Son dönemde Doğu Akdeniz’deki jeopolitik tartışmalar yalnızca bölge ülkelerinin değil, dünya genelindeki güç dengelerinin de etkilenmesine neden oldu. Rum basınında çıkan yorumlar, Yunanistan’ın deniz altındaki kaynaklar ve stratejiler konusunda Türkiye'den büyük bir çekince duyduğuna dikkat çekiyor. Bu durum, Yunanistan’ın ulusal güvenlik ve ekonomik çıkarlarını nasıl etkiliyor? Yapılan yorumlar, Atina’nın savunma politikalarını ve stratejik hamlelerini gözler önüne seriyor.

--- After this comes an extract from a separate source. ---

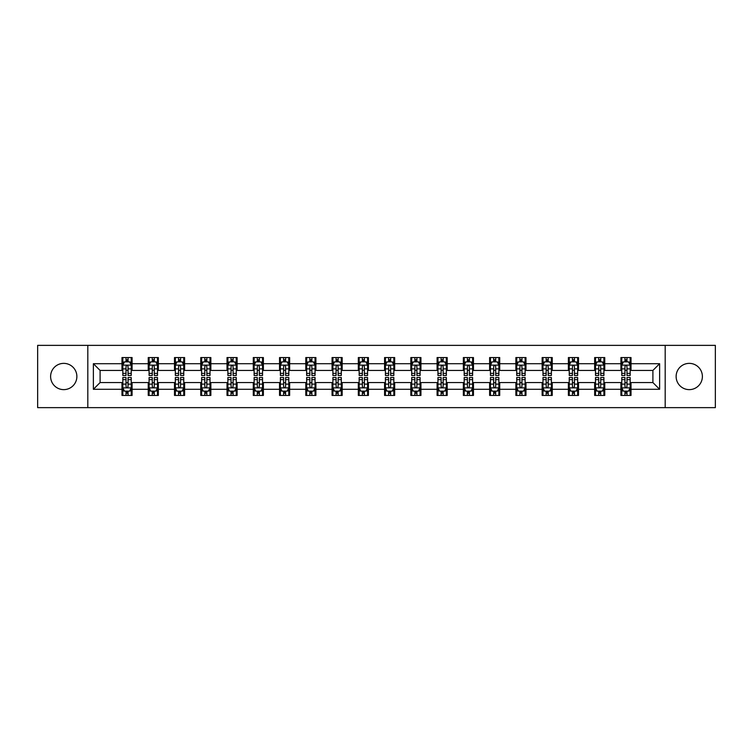<?xml version="1.0" encoding="UTF-8"?>
<svg xmlns="http://www.w3.org/2000/svg" width="753" height="753" viewBox="0 0 753 753"><rect width="100%" height="100%" fill="white"/><g stroke="black" fill="none" stroke-linecap="round" stroke-linejoin="round"><path stroke-width="1.13" d="M689.259 363.37A13.13 13.13 0 0 0 676.128 376.5A13.13 13.13 0 0 0 689.259 389.63A13.13 13.13 0 0 0 702.389 376.5A13.13 13.13 0 0 0 689.259 363.37M63.741 363.37A13.13 13.13 0 0 0 50.611 376.5A13.13 13.13 0 0 0 63.741 389.63A13.13 13.13 0 0 0 76.872 376.5A13.13 13.13 0 0 0 63.741 363.37M665.191 407.637L715.35 407.637L715.35 345.363L665.191 345.363L665.191 407.637L87.809 407.637L87.809 345.363L37.65 345.363L37.65 407.637L87.809 407.637M665.191 345.363L87.809 345.363M631.014 363.708L631.014 357.562L620.914 357.562L620.914 363.708L604.753 363.708L604.753 357.562L594.654 357.562L594.654 363.708L578.502 363.708L578.502 357.562L568.393 357.562L568.393 363.708L552.241 363.708L552.241 357.562L542.141 357.562L542.141 363.708L525.98 363.708L525.98 357.562L515.88 357.562L515.88 363.708L499.719 363.708L499.719 357.562L489.619 357.562L489.619 363.708L473.458 363.708L473.458 357.562L463.359 357.562L463.359 363.708L447.197 363.708L447.197 357.562L437.098 357.562L437.098 363.708L420.936 363.708L420.936 357.562L410.837 357.562L410.837 363.708L394.676 363.708L394.676 357.562L384.576 357.562L384.576 363.708L368.424 363.708L368.424 357.562L358.324 357.562L358.324 363.708L342.163 363.708L342.163 357.562L332.064 357.562L332.064 363.708L315.902 363.708L315.902 357.562L305.803 357.562L305.803 363.708L289.641 363.708L289.641 357.562L279.542 357.562L279.542 363.708L263.381 363.708L263.381 357.562L253.281 357.562L253.281 363.708L237.12 363.708L237.12 357.562L227.02 357.562L227.02 363.708L210.859 363.708L210.859 357.562L200.759 357.562L200.759 363.708L184.607 363.708L184.607 357.562L174.498 357.562L174.498 363.708L158.346 363.708L158.346 357.562L148.247 357.562L148.247 363.708L132.086 363.708L132.086 357.562L121.986 357.562L121.986 363.708L93.372 363.708L93.372 389.292L100.102 382.562L121.986 382.562L121.986 395.438L132.086 395.438L132.086 382.562L148.247 382.562L148.247 395.438L158.346 395.438L158.346 382.562L174.498 382.562L174.498 395.438L184.607 395.438L184.607 382.562L200.759 382.562L200.759 395.438L210.859 395.438L210.859 382.562L227.02 382.562L227.02 395.438L237.12 395.438L237.12 382.562L253.281 382.562L253.281 395.438L263.381 395.438L263.381 382.562L279.542 382.562L279.542 395.438L289.641 395.438L289.641 382.562L305.803 382.562L305.803 395.438L315.902 395.438L315.902 382.562L332.064 382.562L332.064 395.438L342.163 395.438L342.163 382.562L358.324 382.562L358.324 395.438L368.424 395.438L368.424 382.562L384.576 382.562L384.576 395.438L394.676 395.438L394.676 382.562L410.837 382.562L410.837 395.438L420.936 395.438L420.936 382.562L437.098 382.562L437.098 395.438L447.197 395.438L447.197 382.562L463.359 382.562L463.359 395.438L473.458 395.438L473.458 382.562L489.619 382.562L489.619 395.438L499.719 395.438L499.719 382.562L515.88 382.562L515.88 395.438L525.98 395.438L525.98 382.562L542.141 382.562L542.141 395.438L552.241 395.438L552.241 382.562L568.393 382.562L568.393 395.438L578.502 395.438L578.502 382.562L594.654 382.562L594.654 395.438L604.753 395.438L604.753 382.562L620.914 382.562L620.914 395.438L631.014 395.438L631.014 382.562L652.898 382.562L652.898 370.438L631.014 370.438L631.014 363.708L659.628 363.708L659.628 389.292L631.014 389.292M620.914 389.292L604.753 389.292M594.654 389.292L578.502 389.292M568.393 389.292L552.241 389.292M542.141 389.292L525.98 389.292M515.88 389.292L499.719 389.292M489.619 389.292L473.458 389.292M463.359 389.292L447.197 389.292M437.098 389.292L420.936 389.292M410.837 389.292L394.676 389.292M384.576 389.292L368.424 389.292M358.324 389.292L342.163 389.292M332.064 389.292L315.902 389.292M305.803 389.292L289.641 389.292M279.542 389.292L263.381 389.292M253.281 389.292L237.12 389.292M227.02 389.292L210.859 389.292M200.759 389.292L184.607 389.292M174.498 389.292L158.346 389.292M148.247 389.292L132.086 389.292M121.986 389.292L93.372 389.292M620.914 363.708L620.914 370.438L604.753 370.438L604.753 363.708M594.654 363.708L594.654 370.438L578.502 370.438L578.502 363.708M568.393 363.708L568.393 370.438L552.241 370.438L552.241 363.708M542.141 363.708L542.141 370.438L525.98 370.438L525.98 363.708M515.88 363.708L515.88 370.438L499.719 370.438L499.719 363.708M489.619 363.708L489.619 370.438L473.458 370.438L473.458 363.708M463.359 363.708L463.359 370.438L447.197 370.438L447.197 363.708M437.098 363.708L437.098 370.438L420.936 370.438L420.936 363.708M410.837 363.708L410.837 370.438L394.676 370.438L394.676 363.708M384.576 363.708L384.576 370.438L368.424 370.438L368.424 363.708M358.324 363.708L358.324 370.438L342.163 370.438L342.163 363.708M332.064 363.708L332.064 370.438L315.902 370.438L315.902 363.708M305.803 363.708L305.803 370.438L289.641 370.438L289.641 363.708M279.542 363.708L279.542 370.438L263.381 370.438L263.381 363.708M253.281 363.708L253.281 370.438L237.12 370.438L237.12 363.708M227.02 363.708L227.02 370.438L210.859 370.438L210.859 363.708M200.759 363.708L200.759 370.438L184.607 370.438L184.607 363.708M174.498 363.708L174.498 370.438L158.346 370.438L158.346 363.708M148.247 363.708L148.247 370.438L132.086 370.438L132.086 363.708M121.986 363.708L121.986 370.438L100.102 370.438L93.372 363.708M100.102 370.438L100.102 382.562M659.628 389.292L652.898 382.562M652.898 370.438L659.628 363.708M121.986 361.769L122.824 361.769M126.024 361.769L128.048 361.769M131.238 361.769L132.086 361.769M121.986 370.269L122.824 370.269M126.024 370.269L128.048 370.269M131.238 370.269L132.086 370.269M121.986 382.731L122.824 382.731M126.024 382.731L128.048 382.731M131.238 382.731L132.086 382.731M121.986 391.231L122.824 391.231M126.024 391.231L128.048 391.231M131.238 391.231L132.086 391.231M148.247 382.731L149.085 382.731M152.285 382.731L154.299 382.731M157.499 382.731L158.346 382.731M148.247 391.231L149.085 391.231M152.285 391.231L154.299 391.231M157.499 391.231L158.346 391.231M148.247 361.769L149.085 361.769M152.285 361.769L154.299 361.769M157.499 361.769L158.346 361.769M148.247 370.269L149.085 370.269M152.285 370.269L154.299 370.269M157.499 370.269L158.346 370.269M174.498 382.731L175.345 382.731M178.546 382.731L180.56 382.731M183.76 382.731L184.607 382.731M174.498 391.231L175.345 391.231M178.546 391.231L180.56 391.231M183.76 391.231L184.607 391.231M174.498 361.769L175.345 361.769M178.546 361.769L180.56 361.769M183.76 361.769L184.607 361.769M174.498 370.269L175.345 370.269M178.546 370.269L180.56 370.269M183.76 370.269L184.607 370.269M200.759 382.731L201.606 382.731M204.807 382.731L206.821 382.731M210.021 382.731L210.859 382.731M200.759 391.231L201.606 391.231M204.807 391.231L206.821 391.231M210.021 391.231L210.859 391.231M200.759 361.769L201.606 361.769M204.807 361.769L206.821 361.769M210.021 361.769L210.859 361.769M200.759 370.269L201.606 370.269M204.807 370.269L206.821 370.269M210.021 370.269L210.859 370.269M227.02 382.731L227.867 382.731M231.058 382.731L233.082 382.731M236.282 382.731L237.12 382.731M227.02 391.231L227.867 391.231M231.058 391.231L233.082 391.231M236.282 391.231L237.12 391.231M227.02 361.769L227.867 361.769M231.058 361.769L233.082 361.769M236.282 361.769L237.12 361.769M227.02 370.269L227.867 370.269M231.058 370.269L233.082 370.269M236.282 370.269L237.12 370.269M253.281 382.731L254.128 382.731M257.319 382.731L259.343 382.731M262.543 382.731L263.381 382.731M253.281 391.231L254.128 391.231M257.319 391.231L259.343 391.231M262.543 391.231L263.381 391.231M253.281 361.769L254.128 361.769M257.319 361.769L259.343 361.769M262.543 361.769L263.381 361.769M253.281 370.269L254.128 370.269M257.319 370.269L259.343 370.269M262.543 370.269L263.381 370.269M279.542 382.731L280.38 382.731M283.58 382.731L285.603 382.731M288.804 382.731L289.641 382.731M279.542 391.231L280.38 391.231M283.58 391.231L285.603 391.231M288.804 391.231L289.641 391.231M279.542 361.769L280.38 361.769M283.58 361.769L285.603 361.769M288.804 361.769L289.641 361.769M279.542 370.269L280.38 370.269M283.58 370.269L285.603 370.269M288.804 370.269L289.641 370.269M305.803 382.731L306.64 382.731M309.841 382.731L311.864 382.731M315.055 382.731L315.902 382.731M305.803 391.231L306.64 391.231M309.841 391.231L311.864 391.231M315.055 391.231L315.902 391.231M305.803 361.769L306.64 361.769M309.841 361.769L311.864 361.769M315.055 361.769L315.902 361.769M305.803 370.269L306.64 370.269M309.841 370.269L311.864 370.269M315.055 370.269L315.902 370.269M332.064 382.731L332.901 382.731M336.102 382.731L338.125 382.731M341.316 382.731L342.163 382.731M332.064 391.231L332.901 391.231M336.102 391.231L338.125 391.231M341.316 391.231L342.163 391.231M332.064 361.769L332.901 361.769M336.102 361.769L338.125 361.769M341.316 361.769L342.163 361.769M332.064 370.269L332.901 370.269M336.102 370.269L338.125 370.269M341.316 370.269L342.163 370.269M358.324 382.731L359.162 382.731M362.362 382.731L364.377 382.731M367.577 382.731L368.424 382.731M358.324 391.231L359.162 391.231M362.362 391.231L364.377 391.231M367.577 391.231L368.424 391.231M358.324 361.769L359.162 361.769M362.362 361.769L364.377 361.769M367.577 361.769L368.424 361.769M358.324 370.269L359.162 370.269M362.362 370.269L364.377 370.269M367.577 370.269L368.424 370.269M384.576 382.731L385.423 382.731M388.623 382.731L390.638 382.731M393.838 382.731L394.676 382.731M384.576 391.231L385.423 391.231M388.623 391.231L390.638 391.231M393.838 391.231L394.676 391.231M384.576 361.769L385.423 361.769M388.623 361.769L390.638 361.769M393.838 361.769L394.676 361.769M384.576 370.269L385.423 370.269M388.623 370.269L390.638 370.269M393.838 370.269L394.676 370.269M410.837 382.731L411.684 382.731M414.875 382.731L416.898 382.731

Yunanistan, deniz altı kaynakları ve doğal gaz aramaları konusunda Türkiye ile girdiği rekabette geri planda kalmamak için çaba sarf ediyor. Ancak Rum basınının görüşlerine göre bu çabalar, Yunan hükümetinin Türkiye'nin artan etkisi karşısında yaşadığı endişeleri yeterince ifade edemediği sonucunu doğuruyor. Yunanistan, Doğu Akdeniz'deki enerji kaynakları açısından hayati öneme sahip olan bölgede Türkiye'nin askeri gücünden çekiniyor. Türkiye'nin deniz yetki alanlarındaki olası genişlemesi, Yunanistan'ın jeopolitik konumunu tehdit etmekte ve bu durum Yunan hükümeti için büyük bir baskı unsurunu oluşturmakta.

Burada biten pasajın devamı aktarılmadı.